本系列笔记为莫烦PyTorch视频教程笔记
github源码
reference1: 网易吴恩达 DL 课程
reference2: 知乎关于 BN 讨论
我们知道 normalize input(归一化输入)可以加速神经网络的训练,那我们是否可以 normalize activation function 并 speed up 网络训练呢,这就是 Batch Normalization(BN) 了,直观上,BN 和归一化输入一样有效。在深度网络的训练中,每一层网络的输入都会因为前一层网络参数的变化导致其分布发生改变,这就要求我们必须使用一个很小的学习率和对参数很好的初始化,但是这么做会让训练过程变得慢而且复杂,这种现象称作 “Internal Covariate Shift”。
对于一个神经网络,前面 layer 的 weight 不断变化时,就会带来后面的 weight 不断变化,而 BN 可以弱化隐藏层权重分布变化的程度,即重整了 Z(Z是关于 weight 和 bias 的线性函数),限制了前面 layer 参数更新而影响 Z 数值分布的程度,使这些数值变得更加稳定,削弱了前面 layer 和 后面 layer 之间的耦合程度,使每一层不过多依赖前面的 layer,最终 speed up 整个网络的训练。
下面演示 BN 的作用
import torch
from torch import nn
from torch.nn import init
from torch.autograd import Variable
import torch.utils.data as Data
import torch.nn.functional as F
import matplotlib.pyplot as plt
import numpy as np
torch.manual_seed(1)
np.random.seed(1)
%matplotlib inline
人工伪造数据,用来模拟真实情况,
# train data size
DATA_SIZE = 2000
# mini batch size, 2^n
BATCH_SIZE = 64
# fake data
# training set
# The newaxis object can be used in all slicing operations to create an axis of length one. newaxis is an alias for ‘None’, and ‘None’ can be used in place of this with the same result.
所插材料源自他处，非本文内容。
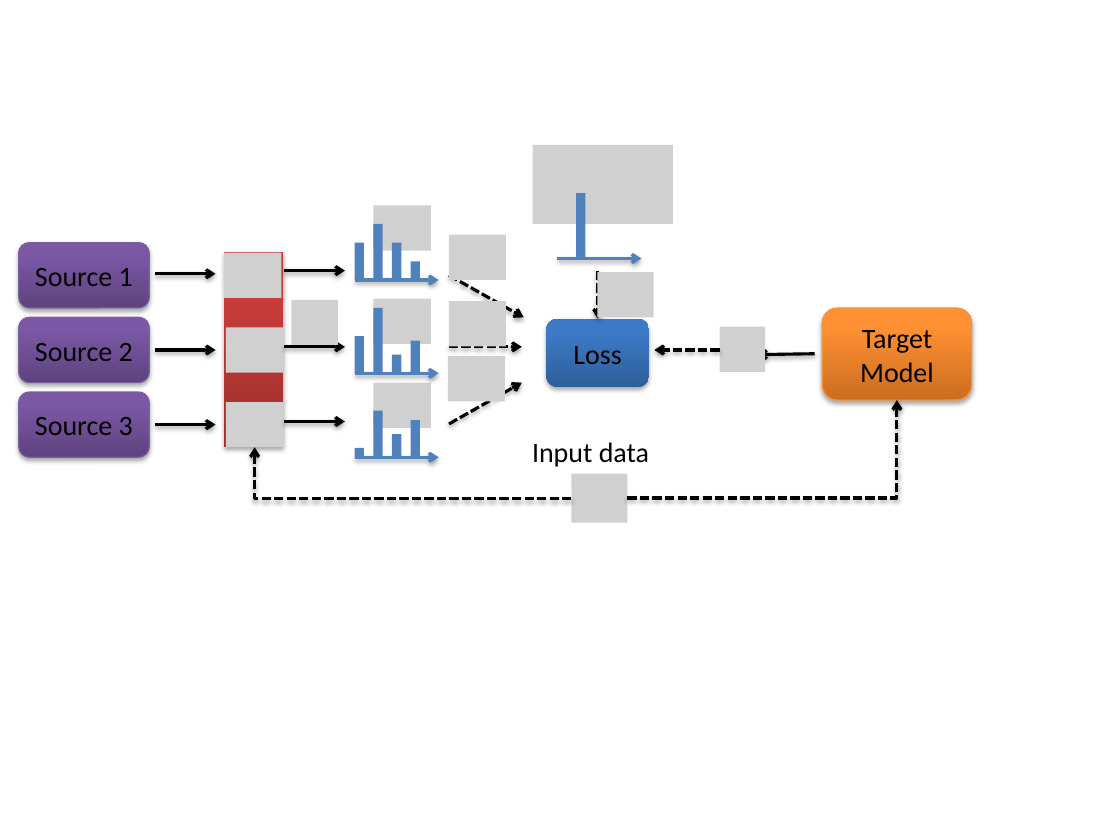
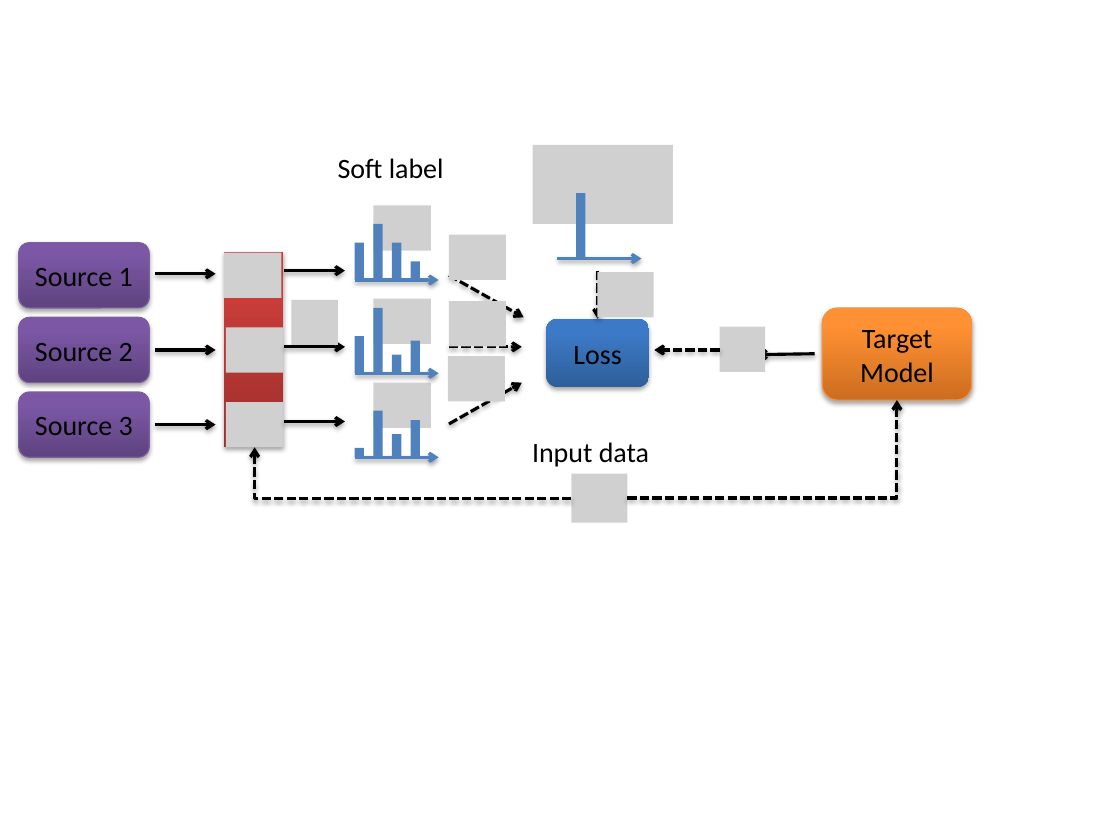
Before and after one commit to shuangao/GDSDA_all, a slide deck: slide 4 of figure/Presentation1.pptx. Drawn at 1120x840 pixels with LibreOffice and Linux fonts; fonts in the diff are those of the drawing; grey boxes stand for pictures. Boxes give left, top, right and bottom in pixels: in the first picture for what was removed or moved away, otherwise in the second. Text is boxed around its words. In the diff, an @@ line names an element or a change of style, - is before the commit and + after.

```diff
--- a/figure/Presentation1.pptx
+++ b/figure/Presentation1.pptx
@@ text added at bbox=[338, 158, 444, 179], 18 pt, text #000000 @@
+Soft label
```
Also in this commit, not shown: 8 other files.

x = np.linspace(-7, 10, DATA_SIZE)[:, np.newaxis]
y = np.square(x) - 5 + np.random.normal(0, 2, x.shape)
x, y = torch.from_numpy(x).float(), torch.from_numpy(y).float()
# test set
test_x = np.linspace(-7, 10, 200)[:, np.newaxis]
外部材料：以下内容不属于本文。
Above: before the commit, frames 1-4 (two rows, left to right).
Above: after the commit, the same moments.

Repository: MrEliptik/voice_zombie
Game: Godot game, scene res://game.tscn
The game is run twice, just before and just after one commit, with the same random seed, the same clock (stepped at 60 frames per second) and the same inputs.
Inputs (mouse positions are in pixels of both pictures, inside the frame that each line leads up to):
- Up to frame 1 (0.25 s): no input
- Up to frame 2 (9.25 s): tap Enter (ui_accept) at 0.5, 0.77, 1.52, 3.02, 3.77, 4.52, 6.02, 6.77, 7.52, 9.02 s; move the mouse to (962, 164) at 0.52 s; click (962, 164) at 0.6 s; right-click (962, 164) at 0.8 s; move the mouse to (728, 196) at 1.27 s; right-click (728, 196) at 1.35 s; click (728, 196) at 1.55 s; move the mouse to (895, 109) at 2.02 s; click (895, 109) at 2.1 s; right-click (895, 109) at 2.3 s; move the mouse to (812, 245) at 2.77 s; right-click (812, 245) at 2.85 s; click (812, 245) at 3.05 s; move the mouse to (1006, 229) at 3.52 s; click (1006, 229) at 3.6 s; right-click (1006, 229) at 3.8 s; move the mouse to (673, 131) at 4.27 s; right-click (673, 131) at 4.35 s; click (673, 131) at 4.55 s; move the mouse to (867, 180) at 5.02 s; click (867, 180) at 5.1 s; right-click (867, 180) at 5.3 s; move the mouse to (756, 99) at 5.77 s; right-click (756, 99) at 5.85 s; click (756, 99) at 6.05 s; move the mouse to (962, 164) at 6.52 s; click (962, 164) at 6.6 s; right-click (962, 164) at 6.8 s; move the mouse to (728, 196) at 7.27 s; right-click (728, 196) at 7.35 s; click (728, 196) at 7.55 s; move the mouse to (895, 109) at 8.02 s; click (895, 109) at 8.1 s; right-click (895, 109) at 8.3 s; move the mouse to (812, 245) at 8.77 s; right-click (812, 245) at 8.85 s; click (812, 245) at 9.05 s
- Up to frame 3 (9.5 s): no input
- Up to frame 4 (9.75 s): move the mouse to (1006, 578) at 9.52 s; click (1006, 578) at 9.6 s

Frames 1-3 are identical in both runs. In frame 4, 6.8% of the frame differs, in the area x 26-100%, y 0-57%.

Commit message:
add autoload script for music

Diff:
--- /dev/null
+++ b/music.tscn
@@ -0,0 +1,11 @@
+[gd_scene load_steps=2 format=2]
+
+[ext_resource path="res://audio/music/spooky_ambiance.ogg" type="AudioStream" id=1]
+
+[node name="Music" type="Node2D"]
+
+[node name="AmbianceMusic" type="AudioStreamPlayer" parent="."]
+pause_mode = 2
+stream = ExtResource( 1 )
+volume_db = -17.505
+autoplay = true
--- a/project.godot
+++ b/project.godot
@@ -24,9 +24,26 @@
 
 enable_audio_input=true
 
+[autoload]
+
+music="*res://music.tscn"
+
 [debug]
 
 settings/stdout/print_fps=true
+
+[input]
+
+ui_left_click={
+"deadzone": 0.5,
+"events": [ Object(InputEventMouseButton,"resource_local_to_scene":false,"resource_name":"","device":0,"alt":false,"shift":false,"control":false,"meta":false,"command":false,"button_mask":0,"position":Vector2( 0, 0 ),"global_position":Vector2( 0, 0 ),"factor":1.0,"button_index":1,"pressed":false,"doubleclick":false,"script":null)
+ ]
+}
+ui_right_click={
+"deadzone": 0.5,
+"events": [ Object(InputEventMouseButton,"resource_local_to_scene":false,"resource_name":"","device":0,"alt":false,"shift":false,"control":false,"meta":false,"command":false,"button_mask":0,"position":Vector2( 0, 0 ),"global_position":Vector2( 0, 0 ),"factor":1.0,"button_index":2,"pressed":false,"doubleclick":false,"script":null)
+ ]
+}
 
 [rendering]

test_y = np.square(test_x) - 5 + np.random.normal(0, 2, test_x.shape)
test_x = Variable(torch.from_numpy(test_x).float(), volatile=True) # not for computing gradients
test_y = Variable(torch.from_numpy(test_y).float(), volatile=True)
# dataset
train_dataset = Data.TensorDataset(data_tensor=x, target_tensor=y)
# dataloader
train_loader = Data.DataLoader(
dataset=train_dataset,
batch_size=BATCH_SIZE,
shuffle=True,
num_workers=2
)
# training set scatter
plt.scatter(x.numpy(), y.numpy(), s=30, label='train')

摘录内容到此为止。